Lo studio sottolinea che un passaggio globale al biologico potrebbe accentuare le disuguaglianze alimentari, aumentando il rischio di insicurezza alimentare nelle aree più povere del mondo. Anche nei paesi più ricchi e sviluppati, dove l’agricoltura biologica può essere sostenuta economicamente, i consumatori tendono a limitare l’acquisto di prodotti biologici a causa dei prezzi elevati, evidenziando l’insostenibilità economica di un sistema agricolo interamente basato su questo modello.

Verso un modello agricolo integrato

Lo studio suggerisce, in conclusione, che la soluzione non risieda in una scelta netta tra biologico e convenzionale, piuttosto in un approccio integrato che si sforzi nel combinare gli elementi più virtuosi di entrambi i modelli. Viene proposto un paradigma di intensificazione sostenibile che prevede l’utilizzo di tecnologie avanzate, come l’agricoltura di precisione e l’impiego di droni e sensori per monitorare lo stato di salute delle colture e ottimizzare l’uso delle risorse naturali.

L’obiettivo di questo modello ibrido è quello di mantenere la produttività necessaria per soddisfare la domanda globale di cibo, riducendo al contempo l’impatto ambientale attraverso una gestione più efficiente delle risorse. Le tecnologie moderne, combinate con pratiche agricole ecocompatibili, potrebbero ridurre significativamente l’uso di fertilizzanti e pesticidi e di alcuni fitofarmaci, minimizzando le emissioni di gas serra e preservando la biodiversità senza compromettere la sicurezza alimentare.

Alla luce di questi dati si evidenzia come , sebbene l’agricoltura biologica offra spunti preziosi per lo sviluppo di pratiche più sostenibili, essa non può rappresentare un modello universale esclusivo.
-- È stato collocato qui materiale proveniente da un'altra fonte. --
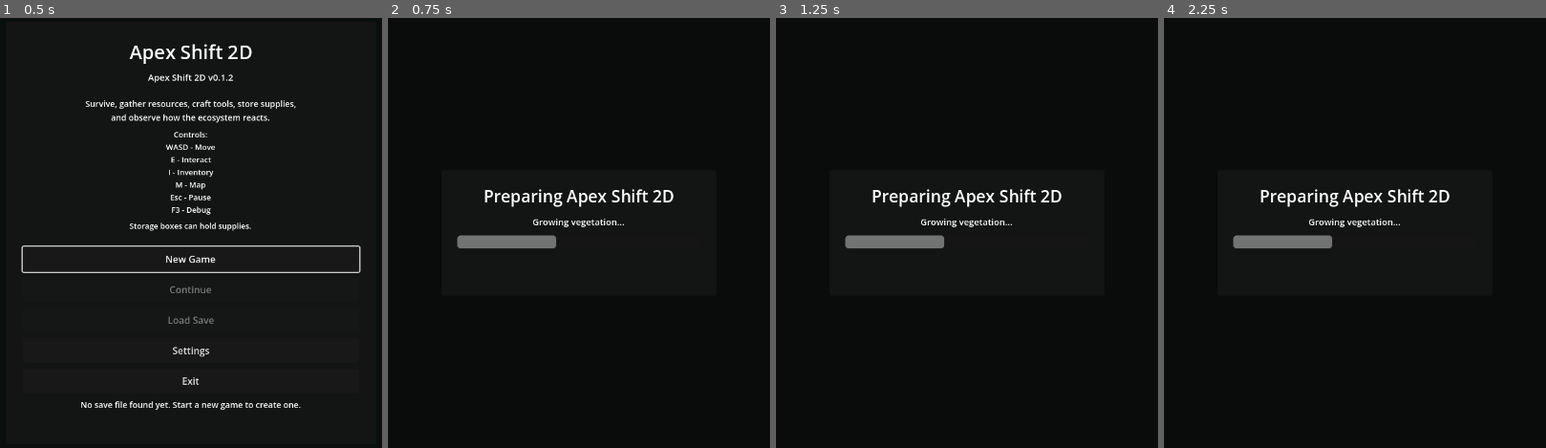
Above: before the commit, frames 1-4 (left to right).
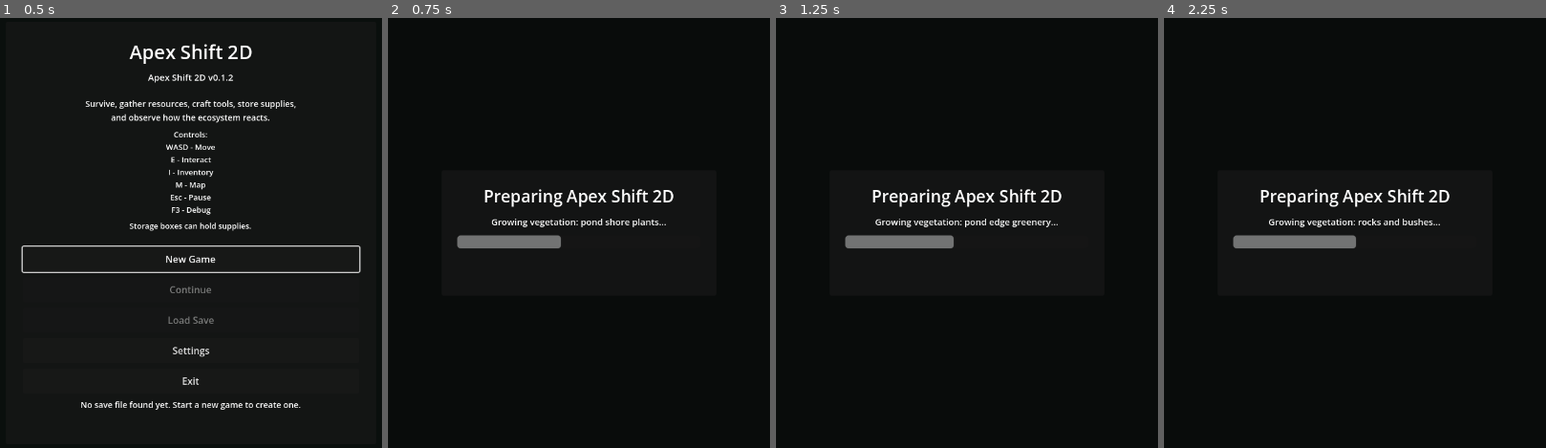
Above: after the commit, the same moments.

Repository: krisstoof/apex-shift-2d
Game: Godot game, scene res://scenes/ui/start_menu.tscn
Two runs of this game, one before a commit and one after it. Both use one fixed random seed, a clock stepped at 60 frames per second and the inputs below.
Inputs (mouse positions are in pixels of both pictures, inside the frame that each line leads up to):
- Up to frame 1 (0.5 s): no input
- Up to frame 2 (0.75 s): click "New Game" at 0.5 s
- Up to frame 3 (1.25 s): no input
- Up to frame 4 (2.25 s): tap Enter at 1.25 s; move the mouse to (1523, 211) at 1.27 s; hold D (move_right) 1.28-2.03 s; hold Shift 1.28-2.03 s; click (1523, 211) at 1.42 s; tap Space at 1.52, 2 s; move the mouse to (1202, 254) at 2.02 s; hold S (move_down) from 2.03 s (still down); tap E at 2.1 s

Frame 1 is identical in both runs. In frame 2, 0.4% of the frame differs, in the area x 27-73%, y 46-54%; in frame 3, 0.5%; in frame 4, 0.6%.

Commit message:
fix/#114 unblock vegetation boot loading

Diff:
--- a/scripts/world/world.gd
+++ b/scripts/world/world.gd
@@ -1940,9 +1940,19 @@
 	var dry_bush_count := int(ceil(float(bush_count) * 0.35))
 	var green_bush_count := bush_count - dry_bush_count
 
+	_set_boot_progress("Growing vegetation: pond aquatic plants...", 0.40)
 	await _spawn_pond_aquatic_vegetation(used_positions, player_position)
+	await _yield_initial_boot_step()
+
+	_set_boot_progress("Growing vegetation: pond shore plants...", 0.42)
 	await _spawn_pond_vegetation(used_positions, player_position)
+	await _yield_initial_boot_step()
+
+	_set_boot_progress("Growing vegetation: pond edge greenery...", 0.44)
 	await _spawn_pond_edge_greenery(used_positions, player_position)
+	await _yield_initial_boot_step()
+
+	_set_boot_progress("Growing vegetation: trees...", 0.46)
 	await _spawn_resource_kind("conifer_tree", conifer_count, used_positions, player_position)
 	await _spawn_resource_kind_in_biome(
 		"conifer_tree",
@@ -1955,13 +1965,22 @@
 	)
 	await _spawn_resource_kind("leafy_tree", leafy_count, used_positions, player_position)
 	await _spawn_resource_kind("dry_tree", int(ceil(float(tree_count) * 0.12)), used_positions, player_position)
+	await _yield_initial_boot_step()
+
+	_set_boot_progress("Growing vegetation: rocks and bushes...", 0.50)
 	await _spawn_resource_kind("rock", WORLD_CONFIG.get_rock_count(), used_positions, player_position)
 	await _spawn_resource_kind("bush", green_bush_count, used_positions, player_position)
 	await _spawn_resource_kind("dry_bush", dry_bush_count, used_positions, player_position)
 	await _spawn_resource_kind("small_bush", WORLD_CONFIG.get_small_bush_count(), used_positions, player_position)
 	await _spawn_resource_kind("berry_bush", WORLD_CONFIG.get_berry_bush_count(), used_positions, player_position)
+	await _yield_initial_boot_step()
+
+	_set_boot_progress("Growing vegetation: grass...", 0.53)
 	await _spawn_grass_kind_mixed("grass_patch", WORLD_CONFIG.get_grass_patch_count(), used_positions, player_position)
 	await _spawn_grass_kind_mixed("dense_grass", WORLD_CONFIG.get_dense_grass_count(), used_positions, player_position)
+	await _yield_initial_boot_step()
+
+	_set_boot_progress("Growing vegetation: terrain details...", 0.55)
 	await _spawn_highland_rocks(used_positions, player_position)
 	await _spawn_outer_island_vegetation(used_positions, player_position)
 	await _spawn_biome_fill_vegetation(used_positions, player_position)
@@ -2060,7 +2079,8 @@
 		var biome_id := _get_biome_id(biome)
 		await _spawn_resource_kind_in_biome("grass_patch", 18, biome_id, used_positions, player_position, WORLD_CONFIG.RESOURCE_MIN_DISTANCE * 0.70)
 		await _spawn_resource_kind_in_biome("small_bush", 6, biome_id, used_positions, player_position, WORLD_CONFIG.RESOURCE_MIN_DISTANCE * 0.85)
-	await _fill_sparse_land_areas(used_positions, player_position)
+	# TEMP: disabled during boot because full-map sparse scan can freeze loading.
+	# await _fill_sparse_land_areas(used_positions, player_position)
 
 
 func _spawn_pond_edge_greenery(used_positions: Array[Vector2], player_position: Vector2) -> void:
@@ -2093,6 +2113,8 @@
 				topography_resource_distribution_debug["pond_edge_greenery_spawned"] = int(topography_resource_distribution_debug.get("pond_edge_greenery_spawned", 0)) + 1
 				if spawned >= target_count:
 					break
+			if _i % 12 == 0:
+				await get_tree().process_frame
 
 
 func _spawn_pond_aquatic_vegetation(used_positions: Array[Vector2], player_position: Vector2) -> void:
@@ -2128,6 +2150,8 @@
 			_spawn_decorative_vegetation_visual(kind, candidate, str(pond.get("biome_id", "")), _get_biome_visual_scale(kind) * 1.25)
 			topography_resource_distribution_debug["pond_aquatic_vegetation_spawned"] = int(topography_resource_distribution_debug.get("pond_aquatic_vegetation_spawned", 0)) + 1
 			spawned += 1
+			if _i % 16 == 0:
+				await get_tree().process_frame
 		if spawned == 0:
 			push_warning("No aquatic vegetation spawned for pond %s" % str(pond.get("id", "pond")))
 
@@ -2163,6 +2187,8 @@
 			topography_resource_distribution_debug["highland_rocks_spawned"] = int(topography_resource_distribution_debug.get("highland_rocks_spawned", 0)) + 1
 			if spawned >= target_count:
 				break
+			if _i % 10 == 0:
+				await get_tree().process_frame
 
 
 func _spawn_resource_or_decorative_visual(resource_kind: String, position: Vector2, used_positions: Array[Vector2], player_position: Vector2) -> bool:

Le sue limitazioni in termini di resa e costi, unitamente ai rischi legati all’espansione delle terre coltivabili, ne riducono l’efficacia come soluzione globale. Al contrario, l’intensificazione sostenibile, che sfrutta il meglio di entrambi i mondi, potrebbe fornire una risposta più equilibrata alle sfide agricole contemporanee, contribuendo a garantire sia la sicurezza alimentare che la protezione dell’ambiente a lungo termine.